This lesson will explore some fairly complex triggers and Git practices.

🌎 Demo: Angular Admin Site Hugo Main Site

Lesson Steps

  1. Billing Limit Reminder
  2. Fork/Clone lesson-8-hugo
  3. Create Hugo firebase hosting site
  4. Create Hugo Content Google Cloud Build Trigger
  5. Test Cloud Build Trigger
  6. Fork/Clone lesson-8-firestore-functions
  7. Build Angular Project
  8. Deploy Firebase Hosting from CLI
  9. Update Firestore Trigger to match your GitHub repo
  10. Deploy Firebase Functions from CLI
  11. Add a book, watch it show in Hugo site

Optional - Cloud Build for CI/CD

Billing Limit Reminder 

Reminder to try and stay as free as possible. You should not run into problems, but just in case. In your Billing Dashboard create a new Budget for your project incase you try this more than say 50 times.

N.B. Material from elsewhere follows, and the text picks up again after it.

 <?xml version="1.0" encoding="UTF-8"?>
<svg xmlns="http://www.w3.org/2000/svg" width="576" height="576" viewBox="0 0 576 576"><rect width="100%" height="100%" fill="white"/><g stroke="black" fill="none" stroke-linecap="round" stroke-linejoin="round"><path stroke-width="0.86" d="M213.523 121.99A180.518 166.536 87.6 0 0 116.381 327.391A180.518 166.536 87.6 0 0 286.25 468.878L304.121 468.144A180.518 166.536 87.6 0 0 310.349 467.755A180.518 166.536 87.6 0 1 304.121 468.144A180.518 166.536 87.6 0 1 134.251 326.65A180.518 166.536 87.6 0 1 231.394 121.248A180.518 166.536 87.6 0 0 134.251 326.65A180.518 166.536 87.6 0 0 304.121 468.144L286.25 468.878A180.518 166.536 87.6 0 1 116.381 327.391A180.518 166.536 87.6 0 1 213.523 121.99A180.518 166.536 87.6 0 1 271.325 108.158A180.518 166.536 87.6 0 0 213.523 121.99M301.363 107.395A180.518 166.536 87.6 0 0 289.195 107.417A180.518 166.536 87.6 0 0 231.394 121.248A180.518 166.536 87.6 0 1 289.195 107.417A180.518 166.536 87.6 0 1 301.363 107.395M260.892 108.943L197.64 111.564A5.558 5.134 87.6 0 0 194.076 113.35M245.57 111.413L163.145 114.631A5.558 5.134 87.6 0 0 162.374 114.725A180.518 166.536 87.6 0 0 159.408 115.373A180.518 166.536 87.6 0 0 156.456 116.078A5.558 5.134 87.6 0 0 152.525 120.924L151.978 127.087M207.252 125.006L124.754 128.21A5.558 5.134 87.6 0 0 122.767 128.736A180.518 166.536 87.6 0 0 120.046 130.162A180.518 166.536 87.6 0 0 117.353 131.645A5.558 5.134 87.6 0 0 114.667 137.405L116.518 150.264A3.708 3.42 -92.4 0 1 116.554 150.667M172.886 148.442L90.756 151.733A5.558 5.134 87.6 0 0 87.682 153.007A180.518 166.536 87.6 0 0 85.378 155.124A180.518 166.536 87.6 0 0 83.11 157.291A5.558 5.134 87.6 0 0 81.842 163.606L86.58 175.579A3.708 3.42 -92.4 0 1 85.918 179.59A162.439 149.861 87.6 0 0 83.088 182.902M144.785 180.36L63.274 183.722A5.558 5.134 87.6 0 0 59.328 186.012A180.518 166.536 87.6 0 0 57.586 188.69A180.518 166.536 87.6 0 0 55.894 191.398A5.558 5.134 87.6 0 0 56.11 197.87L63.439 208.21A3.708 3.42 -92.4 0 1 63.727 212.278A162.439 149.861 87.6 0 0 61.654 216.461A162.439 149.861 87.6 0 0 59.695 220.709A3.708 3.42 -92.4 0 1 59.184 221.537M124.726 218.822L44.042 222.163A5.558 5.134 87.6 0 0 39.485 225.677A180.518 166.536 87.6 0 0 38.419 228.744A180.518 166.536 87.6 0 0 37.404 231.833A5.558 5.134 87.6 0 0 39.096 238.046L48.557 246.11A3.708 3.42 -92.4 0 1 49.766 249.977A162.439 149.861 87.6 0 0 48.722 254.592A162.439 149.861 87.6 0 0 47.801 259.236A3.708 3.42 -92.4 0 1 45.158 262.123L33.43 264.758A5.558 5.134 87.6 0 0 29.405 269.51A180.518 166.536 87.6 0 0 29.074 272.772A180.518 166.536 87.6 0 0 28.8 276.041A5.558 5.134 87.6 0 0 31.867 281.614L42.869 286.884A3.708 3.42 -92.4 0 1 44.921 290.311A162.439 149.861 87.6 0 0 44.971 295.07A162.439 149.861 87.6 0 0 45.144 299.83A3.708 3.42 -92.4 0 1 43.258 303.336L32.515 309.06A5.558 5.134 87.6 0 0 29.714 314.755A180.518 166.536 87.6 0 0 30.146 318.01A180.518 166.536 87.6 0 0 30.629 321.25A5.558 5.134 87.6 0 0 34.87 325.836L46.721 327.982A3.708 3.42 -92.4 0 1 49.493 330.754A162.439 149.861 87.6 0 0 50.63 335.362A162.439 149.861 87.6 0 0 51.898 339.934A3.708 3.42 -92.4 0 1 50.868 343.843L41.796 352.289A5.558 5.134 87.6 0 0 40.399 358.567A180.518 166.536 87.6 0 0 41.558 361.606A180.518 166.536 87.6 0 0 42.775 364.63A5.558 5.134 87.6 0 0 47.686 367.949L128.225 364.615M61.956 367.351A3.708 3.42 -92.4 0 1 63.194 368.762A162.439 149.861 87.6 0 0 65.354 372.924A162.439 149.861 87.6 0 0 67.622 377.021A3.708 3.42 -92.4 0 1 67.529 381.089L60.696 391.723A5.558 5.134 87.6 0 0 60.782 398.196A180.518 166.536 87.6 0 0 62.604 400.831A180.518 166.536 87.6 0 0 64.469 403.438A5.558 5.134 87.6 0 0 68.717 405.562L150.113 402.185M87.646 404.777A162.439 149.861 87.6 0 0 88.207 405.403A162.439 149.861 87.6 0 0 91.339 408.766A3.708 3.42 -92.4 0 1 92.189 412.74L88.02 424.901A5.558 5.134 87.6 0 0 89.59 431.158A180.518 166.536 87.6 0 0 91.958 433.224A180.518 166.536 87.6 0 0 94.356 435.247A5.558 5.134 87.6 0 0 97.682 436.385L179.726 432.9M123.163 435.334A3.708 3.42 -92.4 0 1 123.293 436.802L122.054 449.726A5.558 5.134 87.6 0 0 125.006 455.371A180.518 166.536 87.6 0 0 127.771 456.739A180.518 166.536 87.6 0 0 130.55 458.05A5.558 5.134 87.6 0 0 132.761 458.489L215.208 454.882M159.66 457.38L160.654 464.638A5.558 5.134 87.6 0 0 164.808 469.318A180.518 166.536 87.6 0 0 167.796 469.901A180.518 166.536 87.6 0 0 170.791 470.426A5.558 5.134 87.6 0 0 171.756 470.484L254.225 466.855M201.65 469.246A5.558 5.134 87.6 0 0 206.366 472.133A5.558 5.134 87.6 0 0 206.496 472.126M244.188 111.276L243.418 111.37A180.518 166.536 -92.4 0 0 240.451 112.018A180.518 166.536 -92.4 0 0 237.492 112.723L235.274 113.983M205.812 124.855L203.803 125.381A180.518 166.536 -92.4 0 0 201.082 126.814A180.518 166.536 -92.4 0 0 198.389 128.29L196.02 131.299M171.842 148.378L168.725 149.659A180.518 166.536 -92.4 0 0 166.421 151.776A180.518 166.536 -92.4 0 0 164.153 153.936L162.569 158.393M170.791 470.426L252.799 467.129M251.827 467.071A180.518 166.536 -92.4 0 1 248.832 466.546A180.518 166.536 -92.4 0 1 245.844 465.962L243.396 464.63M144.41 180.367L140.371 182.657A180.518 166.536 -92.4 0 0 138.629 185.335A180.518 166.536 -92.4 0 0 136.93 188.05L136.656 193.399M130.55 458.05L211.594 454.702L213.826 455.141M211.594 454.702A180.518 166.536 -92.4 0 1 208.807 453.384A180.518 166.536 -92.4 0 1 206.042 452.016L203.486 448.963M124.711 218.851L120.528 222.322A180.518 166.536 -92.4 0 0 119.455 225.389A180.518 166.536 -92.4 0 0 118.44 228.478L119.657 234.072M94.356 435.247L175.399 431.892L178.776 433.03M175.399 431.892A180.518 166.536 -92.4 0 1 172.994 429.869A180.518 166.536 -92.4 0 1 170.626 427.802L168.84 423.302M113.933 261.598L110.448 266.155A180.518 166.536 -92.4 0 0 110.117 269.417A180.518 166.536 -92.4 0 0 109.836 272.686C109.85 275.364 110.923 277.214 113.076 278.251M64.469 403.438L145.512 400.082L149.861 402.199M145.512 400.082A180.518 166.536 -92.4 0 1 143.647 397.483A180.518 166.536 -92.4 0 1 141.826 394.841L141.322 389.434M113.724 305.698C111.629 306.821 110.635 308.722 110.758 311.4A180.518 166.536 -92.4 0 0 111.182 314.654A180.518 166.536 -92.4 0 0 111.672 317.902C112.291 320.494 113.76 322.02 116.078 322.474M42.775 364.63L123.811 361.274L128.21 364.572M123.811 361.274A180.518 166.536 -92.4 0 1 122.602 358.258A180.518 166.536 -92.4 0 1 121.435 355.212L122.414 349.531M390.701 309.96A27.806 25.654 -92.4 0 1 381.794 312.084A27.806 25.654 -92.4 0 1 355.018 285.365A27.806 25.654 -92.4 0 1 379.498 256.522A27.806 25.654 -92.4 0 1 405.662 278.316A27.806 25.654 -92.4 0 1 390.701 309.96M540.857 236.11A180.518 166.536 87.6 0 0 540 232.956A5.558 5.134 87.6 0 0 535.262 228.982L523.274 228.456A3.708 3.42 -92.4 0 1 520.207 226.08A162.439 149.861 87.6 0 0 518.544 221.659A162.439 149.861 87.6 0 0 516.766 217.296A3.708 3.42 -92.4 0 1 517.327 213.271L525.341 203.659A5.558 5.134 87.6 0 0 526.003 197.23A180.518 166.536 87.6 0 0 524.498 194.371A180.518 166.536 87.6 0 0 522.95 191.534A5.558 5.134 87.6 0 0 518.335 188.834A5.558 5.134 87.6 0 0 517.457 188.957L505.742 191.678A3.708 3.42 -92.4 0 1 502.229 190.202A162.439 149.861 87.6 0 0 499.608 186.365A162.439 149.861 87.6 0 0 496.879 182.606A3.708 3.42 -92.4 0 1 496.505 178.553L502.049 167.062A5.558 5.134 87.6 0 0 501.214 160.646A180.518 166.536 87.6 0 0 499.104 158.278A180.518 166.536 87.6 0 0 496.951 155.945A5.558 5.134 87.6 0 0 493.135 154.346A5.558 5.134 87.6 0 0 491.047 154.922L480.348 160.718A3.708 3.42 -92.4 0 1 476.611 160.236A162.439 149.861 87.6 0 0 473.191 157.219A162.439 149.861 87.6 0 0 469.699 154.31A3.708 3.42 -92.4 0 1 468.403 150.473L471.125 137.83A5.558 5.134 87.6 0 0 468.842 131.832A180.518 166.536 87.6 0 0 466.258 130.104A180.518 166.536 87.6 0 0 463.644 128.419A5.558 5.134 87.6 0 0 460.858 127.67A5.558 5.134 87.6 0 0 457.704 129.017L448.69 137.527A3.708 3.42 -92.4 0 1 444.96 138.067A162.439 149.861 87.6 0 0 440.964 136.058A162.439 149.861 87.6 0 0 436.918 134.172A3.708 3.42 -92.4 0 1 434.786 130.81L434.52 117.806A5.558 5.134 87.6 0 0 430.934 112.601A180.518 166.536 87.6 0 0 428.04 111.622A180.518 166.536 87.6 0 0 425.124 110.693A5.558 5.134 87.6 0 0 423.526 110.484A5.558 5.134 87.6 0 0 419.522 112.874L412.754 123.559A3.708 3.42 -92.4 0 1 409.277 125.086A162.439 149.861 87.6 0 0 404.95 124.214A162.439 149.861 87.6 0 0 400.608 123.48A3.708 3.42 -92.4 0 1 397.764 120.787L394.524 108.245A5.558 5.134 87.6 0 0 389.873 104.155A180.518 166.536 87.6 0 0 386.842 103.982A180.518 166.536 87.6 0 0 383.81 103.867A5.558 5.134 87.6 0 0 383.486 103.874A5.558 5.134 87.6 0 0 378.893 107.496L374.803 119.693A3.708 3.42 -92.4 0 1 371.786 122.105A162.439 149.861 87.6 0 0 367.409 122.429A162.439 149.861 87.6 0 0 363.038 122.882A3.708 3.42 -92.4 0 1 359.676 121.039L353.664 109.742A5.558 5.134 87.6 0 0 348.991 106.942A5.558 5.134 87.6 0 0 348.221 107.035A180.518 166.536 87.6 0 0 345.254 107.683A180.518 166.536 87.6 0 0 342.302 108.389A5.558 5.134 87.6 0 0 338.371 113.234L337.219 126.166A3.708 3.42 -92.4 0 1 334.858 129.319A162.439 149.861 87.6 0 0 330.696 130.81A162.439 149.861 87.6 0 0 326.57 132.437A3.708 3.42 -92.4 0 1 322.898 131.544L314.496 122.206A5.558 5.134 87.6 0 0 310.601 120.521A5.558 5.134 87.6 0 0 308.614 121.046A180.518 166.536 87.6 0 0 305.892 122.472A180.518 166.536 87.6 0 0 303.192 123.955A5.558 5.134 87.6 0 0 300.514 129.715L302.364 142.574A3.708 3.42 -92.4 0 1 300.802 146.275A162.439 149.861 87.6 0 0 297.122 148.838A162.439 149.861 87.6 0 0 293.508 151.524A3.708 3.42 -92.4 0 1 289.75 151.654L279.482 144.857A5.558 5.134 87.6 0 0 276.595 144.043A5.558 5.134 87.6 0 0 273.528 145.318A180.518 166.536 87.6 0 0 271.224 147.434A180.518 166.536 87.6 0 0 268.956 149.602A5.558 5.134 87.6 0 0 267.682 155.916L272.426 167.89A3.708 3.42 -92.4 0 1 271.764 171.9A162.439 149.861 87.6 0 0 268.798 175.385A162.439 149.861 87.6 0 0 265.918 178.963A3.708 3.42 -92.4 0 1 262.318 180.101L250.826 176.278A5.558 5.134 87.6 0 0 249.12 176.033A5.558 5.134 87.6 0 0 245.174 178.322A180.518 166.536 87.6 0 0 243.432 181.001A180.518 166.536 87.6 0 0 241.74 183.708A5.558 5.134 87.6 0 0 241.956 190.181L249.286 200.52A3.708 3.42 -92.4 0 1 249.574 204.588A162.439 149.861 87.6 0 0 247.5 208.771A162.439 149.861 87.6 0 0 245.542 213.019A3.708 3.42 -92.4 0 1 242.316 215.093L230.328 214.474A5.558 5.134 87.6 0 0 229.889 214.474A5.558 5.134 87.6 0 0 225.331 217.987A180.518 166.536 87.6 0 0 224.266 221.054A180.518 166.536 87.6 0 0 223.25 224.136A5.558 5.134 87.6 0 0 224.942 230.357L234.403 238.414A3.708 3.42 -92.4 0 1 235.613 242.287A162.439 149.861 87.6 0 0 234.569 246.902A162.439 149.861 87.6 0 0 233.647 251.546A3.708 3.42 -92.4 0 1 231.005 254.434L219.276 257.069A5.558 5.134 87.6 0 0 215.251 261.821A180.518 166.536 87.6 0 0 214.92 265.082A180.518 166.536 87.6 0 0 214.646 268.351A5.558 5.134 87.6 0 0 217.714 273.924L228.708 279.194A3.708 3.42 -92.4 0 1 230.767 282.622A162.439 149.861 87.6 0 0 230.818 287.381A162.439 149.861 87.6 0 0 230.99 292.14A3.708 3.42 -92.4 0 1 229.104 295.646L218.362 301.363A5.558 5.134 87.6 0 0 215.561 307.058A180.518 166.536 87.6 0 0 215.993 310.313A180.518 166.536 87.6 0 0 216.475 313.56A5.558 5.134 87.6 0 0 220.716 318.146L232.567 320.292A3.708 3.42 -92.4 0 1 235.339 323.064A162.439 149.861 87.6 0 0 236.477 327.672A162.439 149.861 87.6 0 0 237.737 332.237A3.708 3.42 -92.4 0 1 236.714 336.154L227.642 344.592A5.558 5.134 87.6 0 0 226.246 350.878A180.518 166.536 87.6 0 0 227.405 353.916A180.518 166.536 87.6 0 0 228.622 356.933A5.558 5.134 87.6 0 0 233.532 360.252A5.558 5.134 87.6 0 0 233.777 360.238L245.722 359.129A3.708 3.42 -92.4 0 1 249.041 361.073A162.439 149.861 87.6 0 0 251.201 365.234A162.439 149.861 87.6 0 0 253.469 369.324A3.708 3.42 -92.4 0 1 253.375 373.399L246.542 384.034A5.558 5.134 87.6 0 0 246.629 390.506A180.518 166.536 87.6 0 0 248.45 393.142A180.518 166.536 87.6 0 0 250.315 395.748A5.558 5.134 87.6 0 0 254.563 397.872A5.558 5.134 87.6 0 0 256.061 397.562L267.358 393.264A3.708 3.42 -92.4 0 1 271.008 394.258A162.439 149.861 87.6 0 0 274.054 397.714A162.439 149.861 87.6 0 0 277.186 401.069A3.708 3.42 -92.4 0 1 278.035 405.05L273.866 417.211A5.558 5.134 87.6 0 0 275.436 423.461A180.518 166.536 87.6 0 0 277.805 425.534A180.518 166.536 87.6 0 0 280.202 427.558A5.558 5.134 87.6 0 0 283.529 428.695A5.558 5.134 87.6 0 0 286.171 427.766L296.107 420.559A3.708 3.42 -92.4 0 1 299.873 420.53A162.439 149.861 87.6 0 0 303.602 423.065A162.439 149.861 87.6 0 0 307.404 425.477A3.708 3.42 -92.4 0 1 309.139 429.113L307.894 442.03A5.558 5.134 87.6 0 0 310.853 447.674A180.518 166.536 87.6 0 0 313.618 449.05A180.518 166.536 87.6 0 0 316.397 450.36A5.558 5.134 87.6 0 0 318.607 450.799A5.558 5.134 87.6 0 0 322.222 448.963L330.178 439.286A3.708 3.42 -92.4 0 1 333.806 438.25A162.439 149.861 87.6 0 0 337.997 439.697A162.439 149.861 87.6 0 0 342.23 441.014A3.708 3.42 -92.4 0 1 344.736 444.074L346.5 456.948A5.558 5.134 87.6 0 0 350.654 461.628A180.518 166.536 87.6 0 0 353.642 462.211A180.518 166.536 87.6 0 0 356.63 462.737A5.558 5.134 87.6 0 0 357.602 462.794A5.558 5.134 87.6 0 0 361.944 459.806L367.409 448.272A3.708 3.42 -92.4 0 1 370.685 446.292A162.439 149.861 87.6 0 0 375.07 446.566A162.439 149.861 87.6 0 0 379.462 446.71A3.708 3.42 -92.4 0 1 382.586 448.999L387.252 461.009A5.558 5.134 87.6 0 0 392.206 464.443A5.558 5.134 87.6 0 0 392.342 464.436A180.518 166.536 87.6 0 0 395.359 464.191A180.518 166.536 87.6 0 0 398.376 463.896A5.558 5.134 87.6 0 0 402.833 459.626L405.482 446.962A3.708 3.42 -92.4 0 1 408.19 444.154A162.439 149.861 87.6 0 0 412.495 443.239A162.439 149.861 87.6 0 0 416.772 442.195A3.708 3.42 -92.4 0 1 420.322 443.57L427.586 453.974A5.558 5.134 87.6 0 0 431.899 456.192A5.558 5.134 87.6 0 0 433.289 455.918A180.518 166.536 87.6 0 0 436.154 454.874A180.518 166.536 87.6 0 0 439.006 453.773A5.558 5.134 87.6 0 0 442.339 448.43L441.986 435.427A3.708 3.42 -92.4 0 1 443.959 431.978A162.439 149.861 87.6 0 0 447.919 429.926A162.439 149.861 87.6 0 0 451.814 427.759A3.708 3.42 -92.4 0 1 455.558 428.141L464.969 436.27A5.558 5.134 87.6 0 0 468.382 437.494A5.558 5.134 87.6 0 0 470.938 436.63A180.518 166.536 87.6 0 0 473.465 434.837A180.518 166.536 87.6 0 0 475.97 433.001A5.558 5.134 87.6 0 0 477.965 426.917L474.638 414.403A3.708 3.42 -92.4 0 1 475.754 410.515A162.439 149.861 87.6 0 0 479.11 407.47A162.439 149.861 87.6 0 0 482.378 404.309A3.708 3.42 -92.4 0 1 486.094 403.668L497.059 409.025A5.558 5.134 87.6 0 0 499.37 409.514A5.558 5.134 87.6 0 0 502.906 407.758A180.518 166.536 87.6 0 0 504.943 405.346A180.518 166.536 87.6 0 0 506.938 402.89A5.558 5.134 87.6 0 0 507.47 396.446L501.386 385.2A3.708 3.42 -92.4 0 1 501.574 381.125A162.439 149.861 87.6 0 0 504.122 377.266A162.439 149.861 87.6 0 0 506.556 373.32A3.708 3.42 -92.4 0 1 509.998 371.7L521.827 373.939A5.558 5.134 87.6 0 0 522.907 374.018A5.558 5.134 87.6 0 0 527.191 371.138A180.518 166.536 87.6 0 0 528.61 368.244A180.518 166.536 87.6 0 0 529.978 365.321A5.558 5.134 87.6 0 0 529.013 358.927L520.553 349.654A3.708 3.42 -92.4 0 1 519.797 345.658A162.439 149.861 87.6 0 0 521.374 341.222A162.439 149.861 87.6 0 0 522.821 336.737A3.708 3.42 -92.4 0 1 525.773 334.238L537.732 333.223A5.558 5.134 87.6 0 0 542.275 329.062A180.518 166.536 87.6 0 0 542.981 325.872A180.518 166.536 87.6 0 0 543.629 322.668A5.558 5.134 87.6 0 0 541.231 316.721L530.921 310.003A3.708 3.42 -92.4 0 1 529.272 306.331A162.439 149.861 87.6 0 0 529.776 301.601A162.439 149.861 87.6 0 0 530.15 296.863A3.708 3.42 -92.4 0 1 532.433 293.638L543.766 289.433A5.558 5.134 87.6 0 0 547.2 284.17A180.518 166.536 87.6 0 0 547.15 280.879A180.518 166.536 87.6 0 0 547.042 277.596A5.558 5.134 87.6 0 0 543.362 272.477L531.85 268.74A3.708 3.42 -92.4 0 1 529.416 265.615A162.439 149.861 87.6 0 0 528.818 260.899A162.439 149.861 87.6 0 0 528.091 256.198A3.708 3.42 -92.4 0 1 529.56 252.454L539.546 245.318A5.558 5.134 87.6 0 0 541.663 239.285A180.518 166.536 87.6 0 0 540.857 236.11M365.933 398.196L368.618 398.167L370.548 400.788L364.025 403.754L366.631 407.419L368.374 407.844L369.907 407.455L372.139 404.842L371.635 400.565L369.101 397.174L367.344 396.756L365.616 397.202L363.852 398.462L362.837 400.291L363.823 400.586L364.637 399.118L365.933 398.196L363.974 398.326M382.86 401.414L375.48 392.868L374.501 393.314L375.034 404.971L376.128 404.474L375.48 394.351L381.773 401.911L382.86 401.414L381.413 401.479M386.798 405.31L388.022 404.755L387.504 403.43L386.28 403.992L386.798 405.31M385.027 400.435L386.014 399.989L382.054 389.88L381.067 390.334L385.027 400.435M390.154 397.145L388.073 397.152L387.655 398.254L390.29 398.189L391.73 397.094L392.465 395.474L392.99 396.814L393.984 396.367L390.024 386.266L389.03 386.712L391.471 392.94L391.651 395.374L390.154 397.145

If you want to put a hard cap on builds checkout Capping API Usage.

For the build API specifically you can go to Cloud Build API Quotas

To update checkout IAM & Admin->Quotas

Fork/Clone lesson-8-hugo 

You can just clone lesson-8-hugo but if you want to build out any triggers for Google Cloud building, I would suggest forking to your own repo.

Clone your Fork

I will run through our example by forking to my ajonp account, you should see it “forked from AJONPLLC/lesson-8-hugo”

Fork Example

You can do this by replacing your_name in this command.

git clone https://github.com/<your_name>/lesson-8-hugo.git && cd lesson-8-hugo

Test serving hugo locally

Your theme folder will be empty as it references a git submodule. First make sure that you have all of your submodules cloned locally.

git submodule init && git submodule update --remote

Now lets run the hugo serve command. This tells hugo to serve using ajonp-hugo-ionic theme and use the config.toml file.

hugo server -t ajonp-hugo-ionic --config config.toml

You should now see the home page listing the latest books at http://localhost:1313/.

Latest Books

You can also view all the books in a list format at http://localhost:1313/books/.

All Books

This will be based on whatever the latest content had in AJONPLLC/lesson-8-hugo if you don’t want any of it feel free to clear all files in content/books.

Remember Hugo dynamically builds files, so if you delete all of the files in content/books you will get a 404 on http://localhost:1313/books/.

Create Hugo firebase hosting site 

Create firebase project

Start by Adding a new Project

Add Project

Give the project a good name.

Name Project

You can then follow the Getting started under hosting, or follow the update local firebase files.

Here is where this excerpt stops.